The standard response in a market economy to “market failure” is for a nonprofit to fill the gap in services or meet the need. Today’s NYT reports on efforts in the short-term loan industry to meet that need. As it stands in the market system, “Payday loan stores, which barely existed 15 years ago, now outnumber most fast-food franchises. Typically a customer borrows a few hundred dollars in exchange for a check, postdated to the next payday, made out in the amount of the principal plus a fee of $15 to $22 per $100 borrowed.” 22 dollars every two weeks works out to about 572 percent annual interest.

The troubling part of this is that those who are most likely to need these kinds of loans are the poor, people who are hit the hardest by higher rates of interest. It’s also clear that they are making some very poor fiscal decisions.

Nonprofit groups are in the early stages of setting up programs to help ameliorate the situation. GoodMoney, a joint venture of Goodwill Industries and Prospera Credit Union, charges about half of what for profit lenders charge. That still works out to over 200 percent interest annually, but “Of the $9.90 that GoodMoney charges per $100 borrowed, nearly half goes to writing off bad loans, Mr. Eiden said, and the rest to database service and administrative costs.” In the case of Ms. Truckey, profiled in the NYT piece, because of GoodMoney, “A few dollars from each payment go into a savings account, the first she has had in years.”

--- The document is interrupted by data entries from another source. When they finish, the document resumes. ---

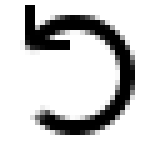
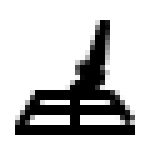
Layered file, before and after one edit (w=150, h=150). Changes by layer:
added layer "Shape 28" above "Layer 3" over [15, 20, 135, 135]
hid "Shape 11" over [20, 5, 135, 135]
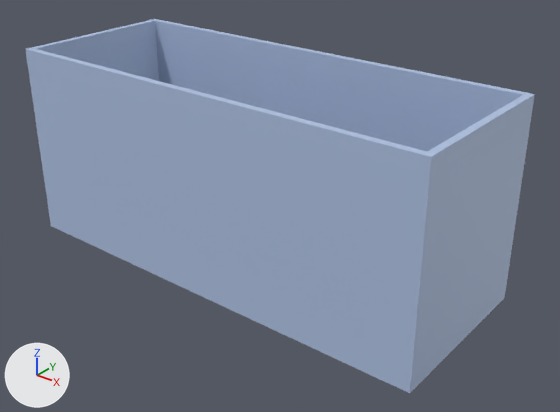
One commit to the glTF model src/assets/3d/solid/models/Water_Softening_Room_expansion.glb: the scene before it, then after it.
Both versions are drawn from a 50 mm camera at (15.85, -18.57, 11.1) aimed at (0.95, 0.06, -0.45). The axes (+X, +Y, +Z) are drawn at lower left. The lights are the same throughout. The picture after the commit comes second. Where no turn or scale is listed for an object, it has been applied to the vertices. Vertices at exactly the same position are counted once.

The first picture shows 'Floor1'.
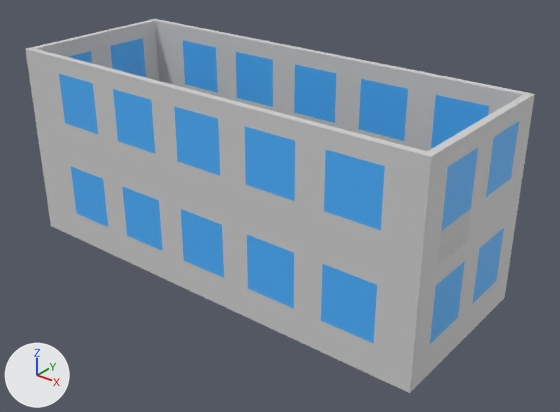
Location of each change, (x1, y1, x2, y2) in pixels of the pictures (560 x 412 px; the box of a moved part takes in the faces that stretch with it):
part 1 of me_mesh_100, moved or reshaped
    both: (27, 19, 159, 81)
part 2 of me_mesh_100, moved or reshaped
    before: (422, 93, 534, 157)
    after: (423, 93, 534, 157)
part 3 of me_mesh_100, surface changed
    both: (25, 20, 535, 393)
part 4 of me_mesh_100, recoloured
    both: (25, 20, 535, 393)
part 5 of me_mesh_100, recoloured
    both: (59, 38, 519, 344)

The change in detail:
Picture 'window' (img_window) is new.
Picture 'gate' (img_gate) is new.
Picture 'ground' (img_ground) is new.
Material 'window' (mat_window) is new.
Its texture is img_window.
Its roughness is 0.553.
Material 'gate' (mat_gate) is new.
Its texture is img_gate.
Its roughness is 0.553.
Material 'ground' (mat_ground) is new.
Its texture is img_ground.
Its roughness is 0.553.
me_mesh_100 is used by ob_floor1; location (0.0, 0.0, 0.0).
me_mesh_100 had 432 vertices, 1440 faces and spanned x -8.0..8.0, y -3.1..3.1, z -2.8..4.2.
me_mesh_100 no longer uses material mat_door (green #00ff00).
me_mesh_100 now has 432 vertices, 1454 faces and spans x -8.0..8.0, y -3.1..3.1, z -2.8..4.2.
Part 1, on me_mesh_100:
32 faces are deleted.
40 new faces join them, mat_ground (picture img_ground).
Part 2, on me_mesh_100:
28 faces are deleted.
34 new faces join them, mat_ground (picture img_ground).
me_mesh_100 part 3: 1290 kept faces spanning x -8.0..8.0, y -3.1..3.1, z -2.8..4.2 get new texture (UV) coordinates.
me_mesh_100 part 4: 1048 faces spanning x -8.0..8.0, y -3.1..3.1, z -2.8..4.2 switch from mat_wall (blue #afc2e3) to mat_ground (picture img_ground).
me_mesh_100 part 5: 312 faces spanning x -8.0..8.0, y -3.1..3.1, z -1.7..3.6 switch from mat_wall (blue #afc2e3) to mat_window (picture img_window).
me_mesh_100 gains material mat_gate (picture img_gate).
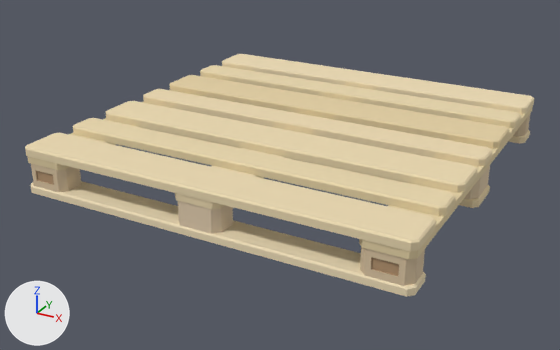
Before and after pictures for a commit that changed the glTF model src/client/assets/props/warehouse/pallet.glb.
One viewpoint serves both versions: a 50 mm lens placed at (1.064, -2.074, 0.971), pointed at (-0.037, -0.071, -0.03). The axes (+X, +Y, +Z) are drawn at lower left. The lights are the same throughout. The picture after the commit comes second. Vertices at exactly the same position are counted once.

The older version as bpy lines, for what is in view:
```python
me_pallet = bpy.data.meshes.new('pallet')
me_pallet.from_pydata(...)  # 476 vertices, 720 faces; spans x -0.6..0.6, y -0.6..0.6, z 0.0..0.144
me_pallet.materials.append(mat_kit)
ob_pallet_001 = bpy.data.objects.new('pallet.001', me_pallet)
ob_pallet_001.location = (0.0, 0.0, 0.0)
```
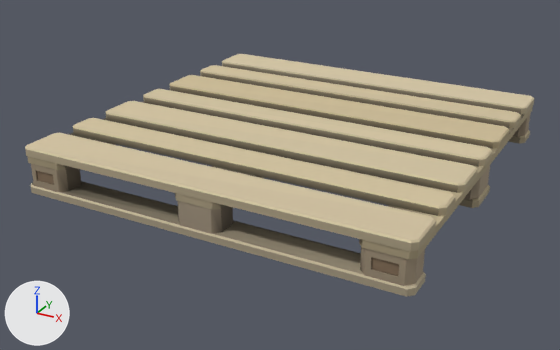
Pixel boxes [x1, y1, x2, y2] of what changed, in the pictures (560 x 350 px):
```json
{"part": 1, "of": "me_pallet", "change": "recoloured", "before": [25, 54, 534, 297], "after": [25, 54, 534, 297]}
{"part": 2, "of": "me_pallet", "change": "recoloured", "before": [31, 63, 528, 286], "after": [31, 63, 528, 286], "on screen": "beige to brown"}
```

The change, as JSON lines over the scene's bpy script:
```json
{"block": "me_pallet", "where": "me_pallet.from_pydata(...)  # 476 vertices, 720 faces; spans x -0.6..0.6, y -0.6..0.6, z 0.0..0.144"}
{"block": "me_pallet", "where": "# used by ob_pallet_001; location = (0.0, 0.0, 0.0)"}
{"block": "me_pallet", "change": "me_pallet part 1: 376 faces centred in x -0.6..0.6, y -0.6..0.6, z 0.006..0.144 are repainted in the vertex colours; the middle colour goes from beige #ead7af to beige #b8ab8c"}
{"block": "me_pallet", "change": "me_pallet part 2: 344 faces centred in x -0.595..0.595, y -0.596..0.596, z 0.0..0.132 are repainted in the vertex colours; the middle colour goes from beige #dfcaa8 to brown #665847"}
```
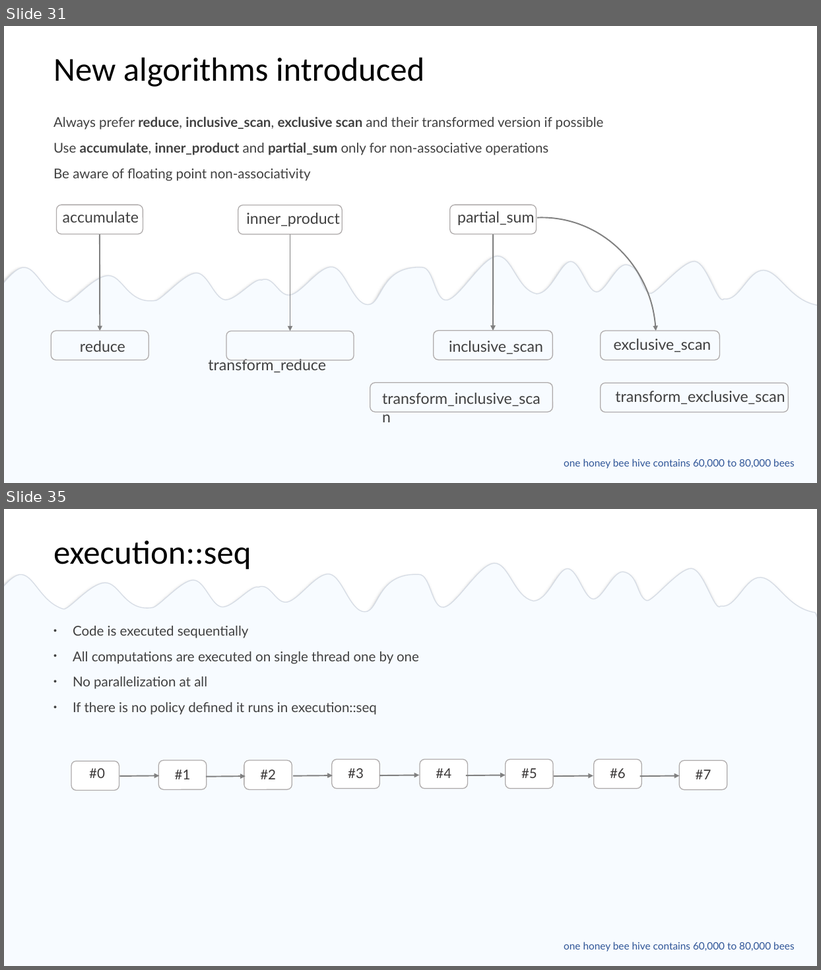
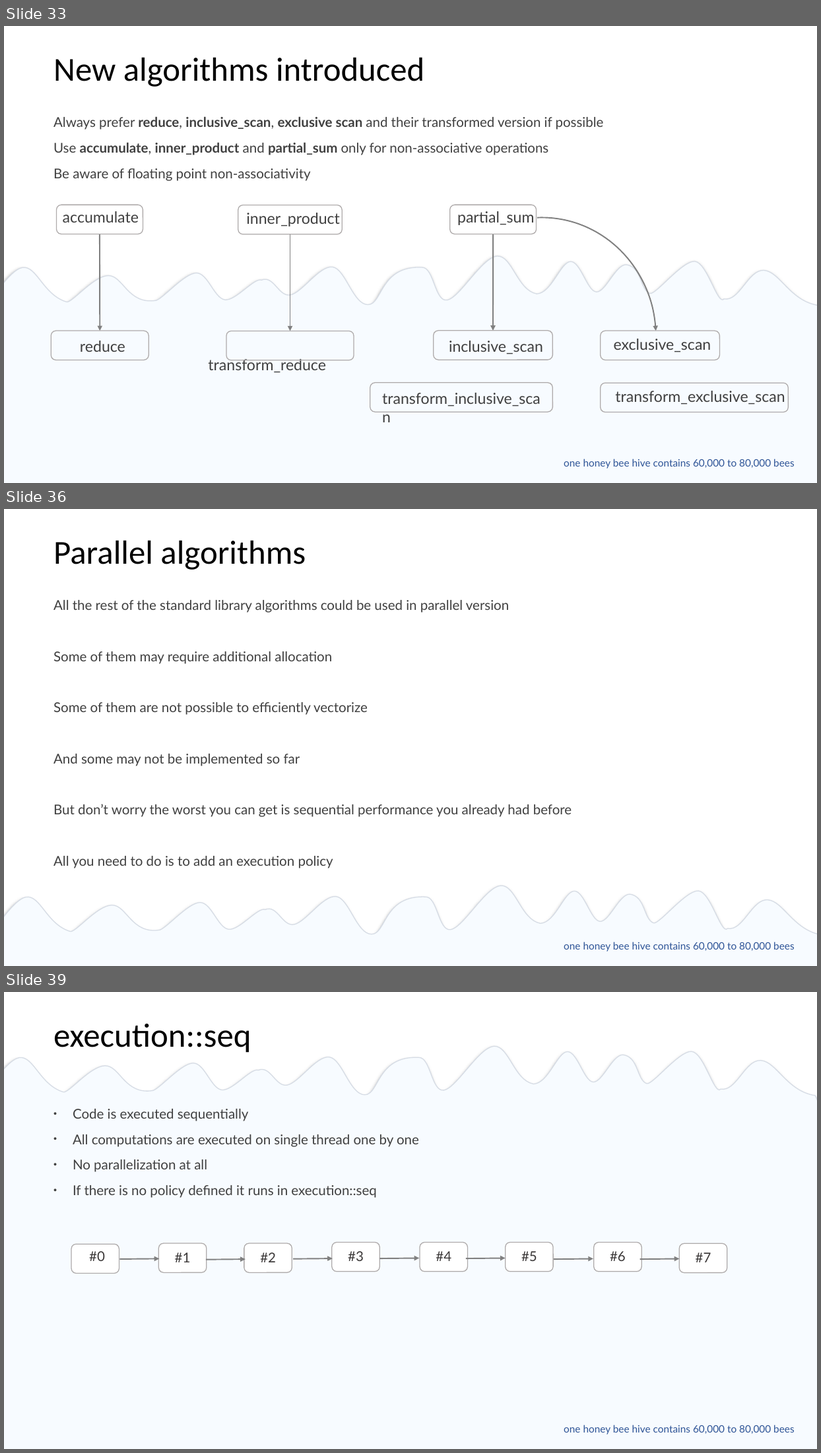
Before and after one commit to EmptySquareBubble/StoriesFromAParallelUniverse-, a slide deck: stories_from_a_paralel_universe.pptx. Shown one above the other, each under a label of ours: slides 31 and 35 before the commit, slides 33, 36 and 39 after it; the slides between them are not shown. The pictures are 821x970 and 821x1453 pixels, drawn with LibreOffice and Linux fonts; fonts in the diff are those of the drawing. Boxes give left, top, right and bottom in pixels: in the first picture for what was removed or moved away, otherwise in the second. Text is boxed around its words. In the diff, an @@ line names an element or a change of style, - is before the commit and + after.

```diff
--- a/stories_from_a_paralel_universe.pptx
+++ b/stories_from_a_paralel_universe.pptx
@@ slide 36 added at bbox=[4, 509, 817, 966], background #FFFFFF @@
@@ title added at bbox=[54, 540, 306, 570], 39.6 pt, text #000000 @@
+Parallel algorithms
@@ text added at bbox=[54, 600, 572, 869], 16 pt, text #404040 @@
+  All the rest of the standard library algorithms could be used in parallel version
+  Some of them may require additional allocation
+  Some of them are not possible to efficiently vectorize
+  And some may not be implemented so far
+  But don’t worry the worst you can get is sequential performance you already had before
+  All you need to do is to add an execution policy
@@ freeform shape added at bbox=[4, 877, 817, 961], fill #F7FBFF, outline #D6DCE5 1 pt @@
@@ rectangle added at bbox=[4, 941, 817, 966], fill #F7FBFF @@
@@ text added at bbox=[564, 942, 795, 952], 12 pt, text #2F5597 @@
+  one honey bee hive contains 60,000 to 80,000 bees
@@ what was slide 31 is now slide 33 @@
@@ what was slide 35 is now slide 39 @@
```
Also in this commit, not shown: 9 slides changed, 3 other slides added.
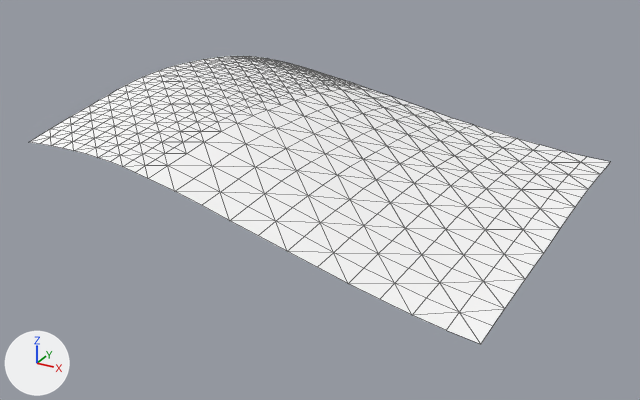
The glTF model games/yorimichi/assets/belmonte/meshes/SM_BM_BT_Terrain_7_5.glb, before and after one commit.
Before and after are seen from a camera (50 mm lens) standing at (1119.0, 363.0, 241.0) and looking at (886.0, 787.0, 29.0). Every picture has the same lights, and +X, +Y and +Z are marked at lower left. The first picture is the older version. Mesh edges are drawn as thin lines.

Before the edit, the objects in view are built like this:
```python
me_sm_bt_terrain_7_5 = bpy.data.meshes.new('SM_BT_Terrain_7_5')
me_sm_bt_terrain_7_5.from_pydata(...)  # 534 vertices, 976 faces; spans x 768.0..1024.0, y 680.0..936.0, z 29.0..91.0
me_sm_bt_terrain_7_5.materials.append(mat_bm_000_m_terrain_054)
ob_sm_bm_bt_terrain_7_5 = bpy.data.objects.new('SM_BM_BT_Terrain_7_5', me_sm_bt_terrain_7_5)
ob_sm_bm_bt_terrain_7_5.location = (0.0, 0.0, 0.0)
```
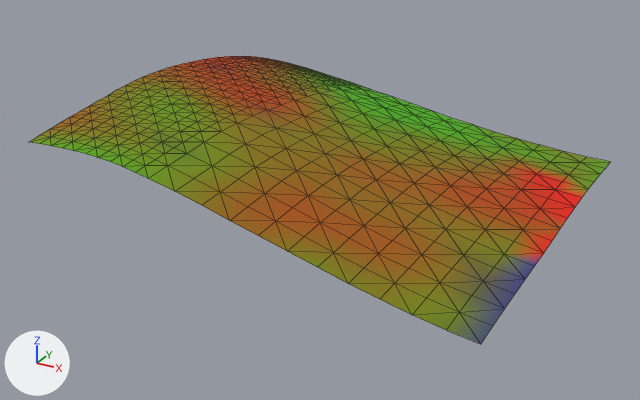
Diff of the bpy script that builds the scene:
```diff
--- a/games/yorimichi/assets/belmonte/meshes/SM_BM_BT_Terrain_7_5.glb.py
+++ b/games/yorimichi/assets/belmonte/meshes/SM_BM_BT_Terrain_7_5.glb.py
@@ me_sm_bt_terrain_7_5 @@
 me_sm_bt_terrain_7_5.from_pydata(...)  # 534 vertices, 976 faces; spans x 768.0..1024.0, y 680.0..936.0, z 29.0..91.0
 # used by ob_sm_bm_bt_terrain_7_5; location = (0.0, 0.0, 0.0)
+# me_sm_bt_terrain_7_5 part 1: 313 faces centred in x 770.0..1018.0, y 682.0..933.0, z 29.0..89.0 are repainted in the vertex colours; the middle colour goes from white #ffffff to green #689300
+# me_sm_bt_terrain_7_5 part 2: 293 faces centred in x 770.0..1018.0, y 685.0..933.0, z 33.0..91.0 are repainted in the vertex colours; the middle colour goes from white #ffffff to yellow #867600
+# me_sm_bt_terrain_7_5 part 3: 216 faces centred in x 770.0..1018.0, y 685.0..933.0, z 33.0..91.0 are repainted in the vertex colours; the middle colour goes from white #ffffff to brown #a35b00
+# me_sm_bt_terrain_7_5 part 4: 154 faces centred in x 770.0..1018.0, y 781.0..930.0, z 34.0..90.0 are repainted in the vertex colours; the middle colour goes from white #ffffff to orange #b74700
 me_sm_bt_terrain_7_5.materials.append(mat_bm_000_m_terrain_054)
```

Where the change shows, as pixel boxes (x1, y1, x2, y2) in the pictures (640 x 400 px):
part 1 of me_sm_bt_terrain_7_5, recoloured: (30, 69, 610, 330) in both
part 2 of me_sm_bt_terrain_7_5, recoloured (white to yellow): (41, 63, 550, 344) in both
part 3 of me_sm_bt_terrain_7_5, recoloured (white to brown): (52, 59, 588, 283) in both
part 4 of me_sm_bt_terrain_7_5, recoloured: (175, 56, 588, 253) in both

Programs like GoodMoney are still in their infancy and it’s clear that charging some level of interest might be a necessary part of encouraging responsibility and promoting independence on the part of the borrower. And market levels of interest approaching 600 percent per annum seem a bit like throwing someone in debtors prison if they can’t pay back a loan: there’s simply no way out of the mounting debt.

Now whether or not the amount that GoodMoney is charging isn’t precisely clear (there are no entries for GoodMoney at either GuideStar or Charity Navigator, and GoodMoney’s website doesn’t seem to disclose a breakdown of the programs expenses), but the enterprise itself is an interesting exercise in meeting the needs coming out of a pretty clear instance of market failure.